2. Suppose $$a, b \in \Z$$ are two squarefree integers, not equal to 1. Then $$\Q(\sqrt{a})$$ and $$\Q(\sqrt{b})$$ are fields. Obviously $$a$$ has a square root in $$\Q(\sqrt{a})$$. Since $$b$$ doesn't have a square root in $$\Q$$, $$b$$ will have a square root in $$\Q(\sqrt{a})$$ iff $$b/a$$ has a square root in $$\Q$$. Suppose this is the case. Each prime $$p$$ occurs zero or one times in the prime factorization of $$a$$ and likewise for $$b$$, therefore in $$b/a$$ each prime occurs with exponent $$e \in \{-1, 0, 1\}$$. For $$b/a$$ to be a perfect square, each such exponent must be 0, so that $$b = \pm a$$. In the case that $$b = -a$$, $$b/a$$ is not a square in $$\Q$$. So $$b$$ has a square root in $$\Q(\sqrt{a})$$ iff $$b = a$$. This implies that $$\Q(\sqrt{a})$$ and $$\Q(\sqrt{b})$$ are nonisomorphic extensions when $$a, b$$ are distinct squarefree integers, not equal to 1.
Now in general a quadratic extension of $$\Q$$ can be formed by adjoining some square root $$\sqrt{a}$$ to $$\Q$$ (Proposition 15.3.3); and $$a$$ is not a square in $$\Q$$. There is some square $$q \in \Q$$ such that $$aq$$ is a squarefree integer, not equal to 1. Therefore $$\Q(\sqrt{a}) = \Q(\sqrt{aq})$$. So in fact the extensions generated by the square root of a squarefree integer other than 1 are all the quadratic extensions of $$\Q$$.

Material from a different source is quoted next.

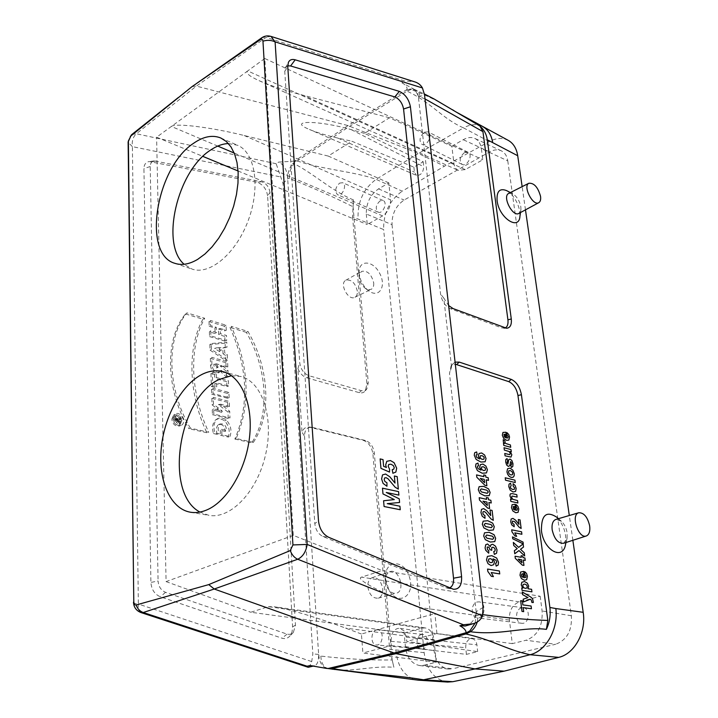 <?xml version="1.0" encoding="UTF-8"?>
<svg xmlns="http://www.w3.org/2000/svg" width="718" height="718" viewBox="0 0 718 718"><rect width="100%" height="100%" fill="white"/><g stroke="black" fill="none" stroke-linecap="round" stroke-linejoin="round"><path stroke-width="0.54" stroke-dasharray="3.59 2.69" d="M339.632 183.108L342.639 182.713C347.494 184.499 342.217 197.073 337.604 194.74C334.57 191.347 335.243 187.47 339.632 183.108M424.302 132.238L428.054 131.843C433.331 134.149 426.914 147.244 421.942 144.354C418.791 140.755 419.581 136.707 424.302 132.238M376.447 629.955L377.83 629.839C384.552 630.126 383.035 645.931 376.367 644.961C370.398 644.8 370.497 631.212 376.447 629.955M477.246 601.998L479.103 601.864C486.804 602.474 484.91 619.248 477.273 617.92C470.559 617.516 470.568 603.425 477.246 601.998M508.9 193.321L512.625 193.734C516.879 196.463 519.626 200.816 520.837 206.802L520.927 209.602L519.042 213.327M563.621 543.275L567.085 538.285L567.139 532.9C566.34 528.062 564.465 524.203 561.512 521.331L556.01 519.392M385.503 581.275L387.514 587.889C390.098 592.135 393.06 593.912 396.408 593.212C405.939 590.878 398.795 567.83 389.784 571.699C386.688 573.126 385.261 576.312 385.503 581.275M367.831 586.875C369.312 594.764 372.786 598.525 378.251 598.166C381.455 596.891 382.945 593.795 382.73 588.877C381.15 580.817 377.578 577.11 372.005 577.757C369.025 579.121 367.634 582.163 367.831 586.875M373.719 282.955C373.934 286.078 373.118 288.187 371.26 289.309L368.298 289.668L364.95 288.035C361.746 285.333 359.862 281.869 359.314 277.633L359.718 273.809L361.576 271.413C367.436 270.3 371.484 274.141 373.719 282.955M357.358 291.176C355.257 282.793 351.38 279.158 345.726 280.262C339.013 283.816 348.517 301.273 354.943 297.243C356.738 296.166 357.546 294.147 357.358 291.176M465.246 626.006C471.861 623.816 475.504 619.051 476.169 611.727L449.486 373.611L451.03 366.009L455.311 364.179M483.097 607.419L476.169 611.727L476.267 612.607L478.332 613.621L482.819 614.644M388.842 182.893L328.18 156.057L351.883 141.249L413.882 167.159L423.189 161.747L364.493 133.368L389.452 117.77L451.855 146.301L453.973 163.749C454.422 166.998 455.813 169.197 458.138 170.328L465.255 169.601L482.819 159.755L481.365 148.644L507.77 160.859C506.998 155.932 504.826 152.584 501.272 150.807C497.709 149.236 493.822 149.604 489.604 151.911L404.108 200.044C395.851 205.761 391.822 213.955 392.028 224.626L366.297 214.018C366.162 203.149 370.246 194.766 378.548 188.87L388.842 182.893L390.52 199.819C390.628 206.829 387.998 212.196 382.64 215.903L234.221 153.06M366.297 214.018L367.248 224.537L382.64 215.903M380.109 200.834C375.747 205.025 375.11 208.785 378.189 212.133C382.838 214.476 387.998 202.305 383.116 200.501L380.109 200.834M451.855 146.301L463.218 139.705C467.463 137.309 471.358 136.896 474.912 138.466C478.466 140.243 480.62 143.636 481.365 148.644M464.366 152.647C459.7 156.919 458.946 160.841 462.123 164.395C467.122 167.276 473.404 154.657 468.109 152.324L464.366 152.647M392.028 224.626L434.004 650.535C435.539 661.197 440.287 667.372 448.256 669.059L452.591 668.808L423.925 665.272L419.572 665.541C411.585 663.836 406.864 657.526 405.392 646.613L404.162 632.971L250.761 612.248L268.379 606.665L422.112 628.124L404.162 632.971M423.925 665.272L436.248 662.247L434.022 639.72C433.035 632.926 430.091 628.995 425.191 627.918L422.112 628.124M421.475 634.524C415.551 635.717 415.587 648.848 421.538 649.009C428.206 649.97 429.561 634.712 422.857 634.416L421.475 634.524M389.452 117.77L303.283 95.288C285.234 90.549 270.489 85.666 259.045 80.649C249.2 76.162 245.421 72.922 247.728 70.92L264.789 58.499L293.303 535.377L382.218 570.568L540.178 596.227L519.311 601.864C512.302 604.691 508.999 610.767 509.421 620.083L512.284 643.624L526.106 640.232L555.606 644.279L452.591 668.808M540.178 596.227L542.117 610.973C542.862 626.132 537.522 635.888 526.106 640.232M521.501 607.922C514.887 609.268 515.012 622.847 521.672 623.269C529.265 624.57 530.988 608.424 523.341 607.796L521.501 607.922M271 36.412L261.971 37.632M192.092 86.573L196.373 86.097L348.015 125.587L418.414 153.455L444.415 166.19L402.224 191.176L376.106 179.338C354.297 171.431 321.574 169.439 297.261 160.94L278.566 162.115C283.996 164.539 287.029 169.906 287.649 178.217L299.738 362.689C300.689 369.267 303.777 373.62 308.991 375.738L361.791 390.771L364.457 390.682L366.871 388.914L368.262 382.748L353.085 206.766L353.435 199.891L352.574 216.809L383.654 229.563C383.322 213.093 389.515 200.295 402.224 191.176M131.897 134.463L136.312 133.754L196.373 86.097L266.064 37.426L404.772 80.99L414.25 81.708M447.646 682.064C434.453 679.874 426.609 670.065 424.123 652.626L383.654 229.563M424.123 652.626L389.668 649.368L372.92 454.054C371.807 446.91 368.576 442.342 363.227 440.331L308.857 427.031C305.572 426.95 303.283 428.646 302 432.128L304.531 436.284C304.522 430.405 306.765 427.381 311.253 427.201L310.221 427.246M308.991 375.738L306.909 377.847C303.005 376.528 299.998 373.459 297.907 368.63L302 432.128M306.909 377.847L359.26 392.665C361.818 393.32 363.864 392.674 365.381 390.727L366.907 383.942L352.574 216.809M385.566 579.076L388.833 589.819C398.194 607.033 415.56 595.823 409.475 577.2C404.054 558.416 383.726 559.528 385.566 579.076M359.197 273.612C357.815 259.719 372.588 259.629 379.535 273.082C386.912 286.267 379.041 299.065 368.352 290.566C363.155 286.186 360.104 280.55 359.197 273.666L359.197 273.612M572.856 540.295L569.302 515.515M525.477 209.853L522.148 186.635M451.03 366.009L453.004 363.775L451.559 366.898L443.787 298.06L448.606 305.527M453.004 363.775L455.077 362.141M565.56 544.298C566.735 533.815 563.756 524.759 556.63 517.131M506.639 190.629C513.496 195.018 517.884 202 519.823 211.577L519.967 216.082M312.492 427.398L365.498 440.511C370.362 442.333 373.297 446.488 374.311 452.986L392.163 659.959C369.797 660.3 346.031 659.007 320.838 656.09L318.783 655.238C319.393 662.149 321.951 666.475 326.457 668.225L328.117 668.521M326.457 668.225L329.338 668.521M296.256 160.617L292.63 163.848C289.174 168.209 287.541 173.02 287.738 178.252L287.649 178.217M294.927 161.595L292.63 163.848M466.556 632.953L469.841 630.942M425.011 98.922L418.414 96.293L417.194 92.173L414.681 89.562L410.454 88.969L406.029 90.782L409.933 89.086L410.974 89.499C425.271 94.713 439.102 101.444 452.457 109.719M410.454 88.969L409.933 89.086M267.608 195.808C266.459 188.834 262.923 184.329 256.999 182.282L149.075 161.55C145.736 162.241 144.022 164.601 143.932 168.622L150.906 582.433C151.462 589.532 154.603 594.307 160.338 596.784L281.941 638.185C285.037 639.137 287.694 638.41 289.901 636.013L292.055 631.948L292.603 626.832L267.608 195.808L270.004 192.478L295.466 625.198L293.348 632.459L290.467 634.308L287.55 634.299L165.535 592.323C161.012 590.358 158.525 586.579 158.086 580.97L150.906 582.433M308.498 667.219C309.279 667.022 310.356 665.137 311.729 661.574L312.842 653.874L283.018 183.476L276.161 163.731L278.566 162.115M504.987 328.027L501.729 327.893L450.303 308.659C445.115 306.048 441.875 301.174 440.574 294.039L418.325 96.248C416.835 92.066 413.873 88.888 409.431 86.725L401.918 82.83L404.772 80.99M287.738 65.832L285.27 67.959L284.75 71.36L314.807 523.566L318.496 520.891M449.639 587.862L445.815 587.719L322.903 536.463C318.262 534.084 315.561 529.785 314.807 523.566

Exercise 15.6.3 The primitive root of unity $$\zeta_n = \exp(2\pi i/n)$$ generates the same extension field of $$\Q$$ as does $$\zeta_n^e$$ where $$e$$ is any integer relatively prime to $$n$$. So $$\Q[\sqrt{d}]$$ will contain a primitive $$n$$th root of unity iff it contains $$\zeta_n$$. If $$[\Q(\zeta_n) : \Q] > 2$$ then it is not possible to have $$\Q(\zeta_n) \subseteq \Q[\sqrt{d}]$$. According to Exercise 15.3.5, a primitive $$n$$th root of unity has degree 2 only when $$n \in \{3, 4, 6\}$$, so only these primitive roots can be contained in a quadratic number field. (We are disregarding $$1$$ and $$-1$$, which are primitive roots of unity of degree 1 and 2, respectively, and which are obviously contained in all quadratic number fields.) Now \begin{align*} \zeta_3 &= -\frac{1}{2} + i\frac{\sqrt{3}}{2} \in \Q[\sqrt{-3}] \\ \zeta_6 &= \frac{1}{2} + i\frac{\sqrt{3}}{2} \in \Q[\sqrt{-3}] \\ \zeta_4 &= i \in \Q[\sqrt{-1}] \end{align*} so the answer to the problem is $$d \in \{-1, -3\}$$.